Jonathan Becher, svp of marketing for Business Objects, which for now will run as a standalone unit within SAP, says there’s already been a great deal of cross-pollination. Becher comes from the SAP side, as does former PeopleSoft executive Doug Merritt, who takes up a post at Business Objects heading the business-intelligence platform. All told, about 1,000 people have been moved from Business Objects to SAP or vice-versa. Nine Business Objects products are already reskinned under SAP, covering governance, financial risk management and compliance.

It’s no cakewalk, though. Analysts say SAP’s future as an invigorated stateside competitor headed downmarket and into financial services, however, faces plenty of real short-term risks and obstacles. The American economy still looks pretty dire, and Citi’s recent announcement that it wants to cut IT spending by 20 percent sent alarm bells ringing. SAP’s first-quarter numbers disappointed, especially in North American software revenues. But the difficulties go beyond immediate economic hardships. JMP Securities’ Patrick Walravens considers SAP’s product strategy already outdated, and that its pipeline is “relatively weak.” He did, however, join CIBC’s Reback and UniCredit’s Knut Wollers in saying that nobody in enterprise software is having an easy time of it. Oracle’s numbers, compared to SAP’s, hardly set the world on fire.

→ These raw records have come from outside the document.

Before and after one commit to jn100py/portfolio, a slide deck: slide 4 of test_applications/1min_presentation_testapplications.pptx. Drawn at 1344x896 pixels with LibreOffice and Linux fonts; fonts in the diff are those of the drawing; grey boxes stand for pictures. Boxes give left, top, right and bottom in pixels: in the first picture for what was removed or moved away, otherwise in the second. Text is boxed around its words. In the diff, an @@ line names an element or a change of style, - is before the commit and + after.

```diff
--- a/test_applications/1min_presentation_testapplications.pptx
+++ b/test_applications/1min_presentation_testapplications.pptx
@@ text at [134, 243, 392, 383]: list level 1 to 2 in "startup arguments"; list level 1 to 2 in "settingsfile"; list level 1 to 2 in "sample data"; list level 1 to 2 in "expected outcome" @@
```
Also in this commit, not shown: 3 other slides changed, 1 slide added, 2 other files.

Most Troubling, however, is SAP’s decision to pull back on its highly touted and expensive-to-develop Business ByDesign on-demand software-as-a-service suite, which is supposed to debut at $149 per head per month. SAP officials say it isn’t quite ready for rollout and wouldn’t be profitable enough.

This caused some real hand-wringing in the analyst community, because—as Becher himself points out—Business ByDesign is supposed to be the main vehicle to get SAP into the smaller and mid-sized markets. However, Reback and Wollers are much more sanguine, saying that to delay its debut is much better than rolling out a bad product. “We have to be fair,” Wollers says. “It would be a higher risk to come out with a product only for everyone to realize it didn’t work properly.”

Notes Evan Welsh, an SAP spokesman.: “The U.S. market is tougher than expected. However, I am not pessimistic. The number of deals is healthy, but deal size has become smaller. Given the tougher conditions we are doing well in the U.S. Fifty percent of our business in the U.S. in the first quarter came from new customers.”

Adding to SAP’s headwind is a potentially embarrassing lawsuit from outside the financial-services realm. In March, Waste Management, a huge player in trash hauling and an SAP customer, filed an angrily written lawsuit. The suit says the hauler spent more than $100 million on SAP systems that were supposed to work in the U.S. with no required customization—software covering logistics, billing and container management. And that “this ‘United States’ version of the Waste and Recycling Software was undeveloped, untested and defective.”

But none of these concerns are weighing on ATB Financial’s Casey, who is looking forward to his SAP delivery. What he’s after is flexibility and speed: the ability to create, say, a new mortgage product that can be dropped across all channels, but with the consumer data residing in a central location, with marketing, sales and tracking software in place to set goals, measure risk, market the product and calibrate it on the fly.